The CA separated the stations into four clusters, two consisting of isolated monitoring stations and two of larger groups. Cluster I (C1) consisted of stations with greater influence from lentic environments and Cluster II (C2) consisted of stations with more influence from lotic environments, located upstream of the reservoir. These results demonstrate the reservoir influence on the regional water quality. The distinct behavior between the lentic and lotic environments was also evident in the PCA.
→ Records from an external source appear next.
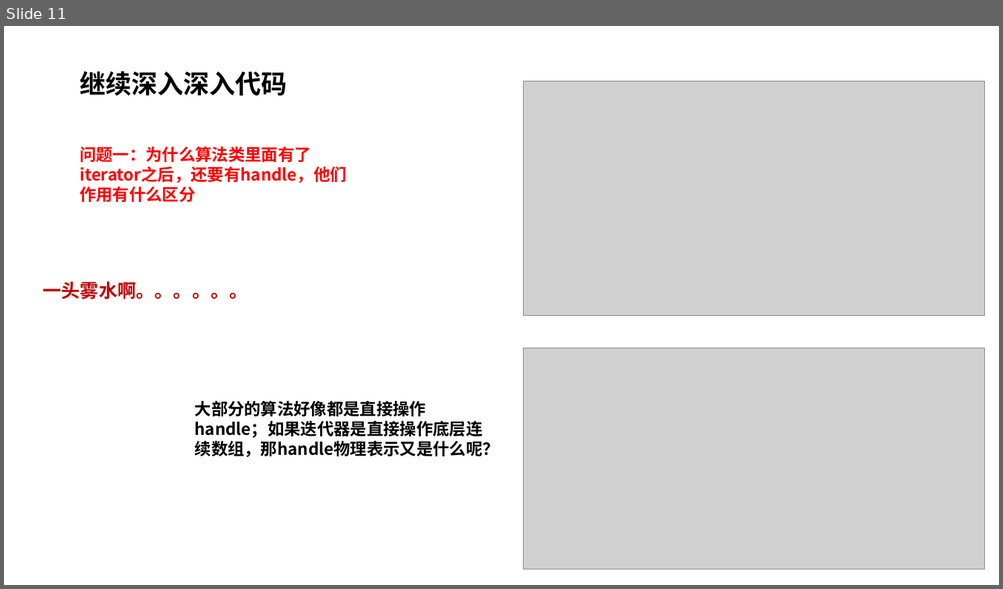
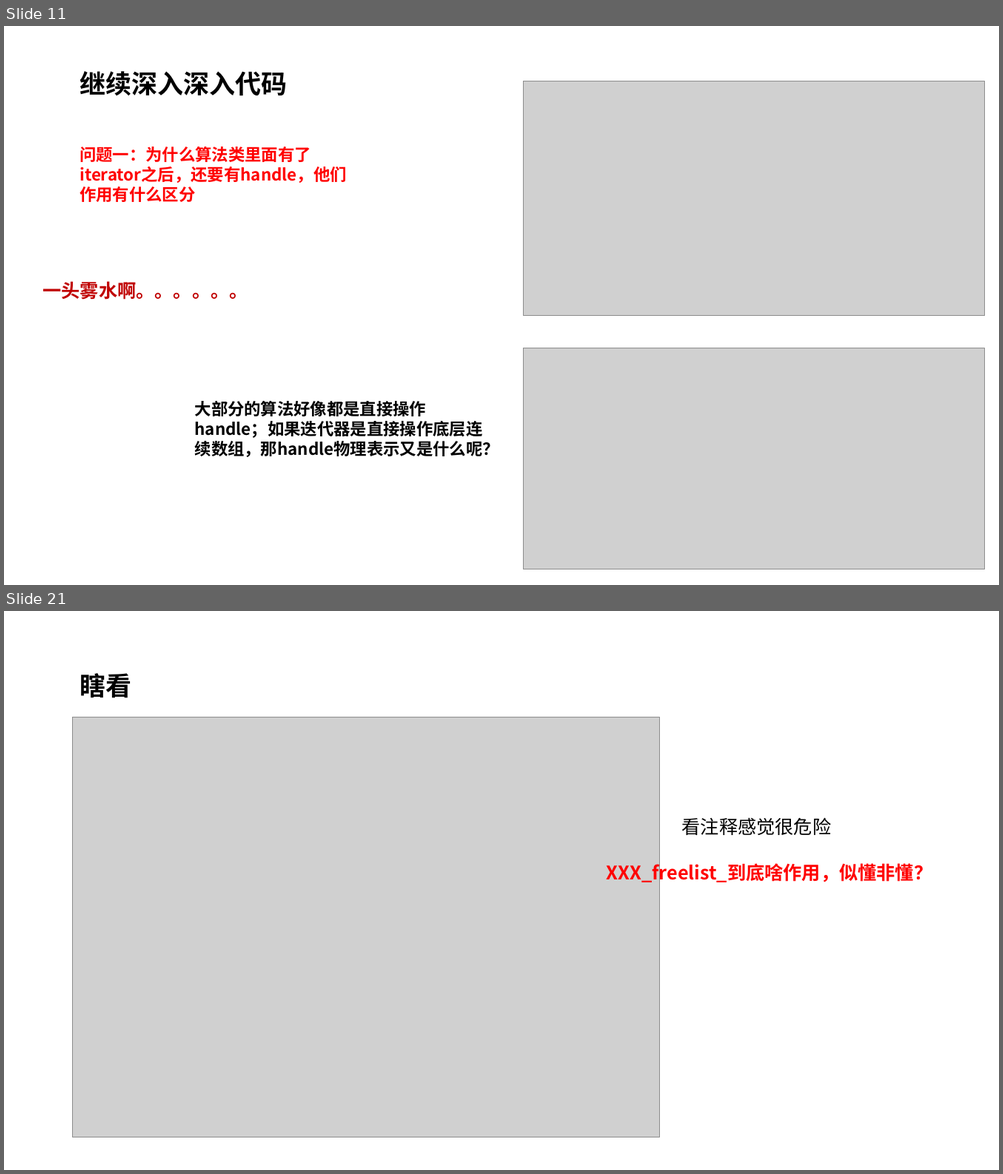
Before and after one commit to pczpcz/GAME102Learning, a slide deck: note/01 geometry algorithm/CGAL.pptx. Shown one above the other, each under a label of ours: slide 11 before the commit, slides 11 and 21 after it; the slides between them are not shown. The pictures are 1003x589 and 1003x1174 pixels, drawn with LibreOffice and Linux fonts; fonts in the diff are those of the drawing; grey boxes stand for pictures. Boxes give left, top, right and bottom in pixels: in the first picture for what was removed or moved away, otherwise in the second. Text is boxed around its words. In the diff, an @@ line names an element or a change of style, - is before the commit and + after.

```diff
--- a/note/01 geometry algorithm/CGAL.pptx
+++ b/note/01 geometry algorithm/CGAL.pptx
@@ slide 21 added at (4, 611, 999, 1170), background #FFFFFF @@
@@ title added at (79, 673, 131, 698), 25 pt, text #000000, bold @@
+瞎看
@@ picture added at (73, 717, 660, 1138) @@
@@ text added at (682, 817, 831, 835), 18 pt, text #000000 @@
+看注释感觉很危险
@@ text added at (606, 860, 933, 884), 18 pt, text #FF0000, bold @@
+XXX_freelist_到底啥作用，似懂非懂？
```
Also in this commit, not shown: 1 slide changed, 26 other slides added, 2 other files.

The analyses employed indicated a better water quality in the stations in the reservoir. This can be associated with the sedimentation process of the pollutants due to the slower water flow rate and vertical stratification. However, this study analyzed only the reservoir surface waters, due to the absence of data in the other depths. Thus, it is suggested that future works explore and consider the entire water column of the reservoir to complement this study. Another suggestion is the inclusion of the biological data evaluation and a greater exploration of data referring to metals, given the low pH values found in the region and the great impact that these components have in aquatic biota.

Finally, Spearman’s correlation analysis and PCA indicated that the main variables responsible for altering the quality of the region can be associated with natural factors, such as local geological characteristics, as well as with agricultural and livestock activities in the region.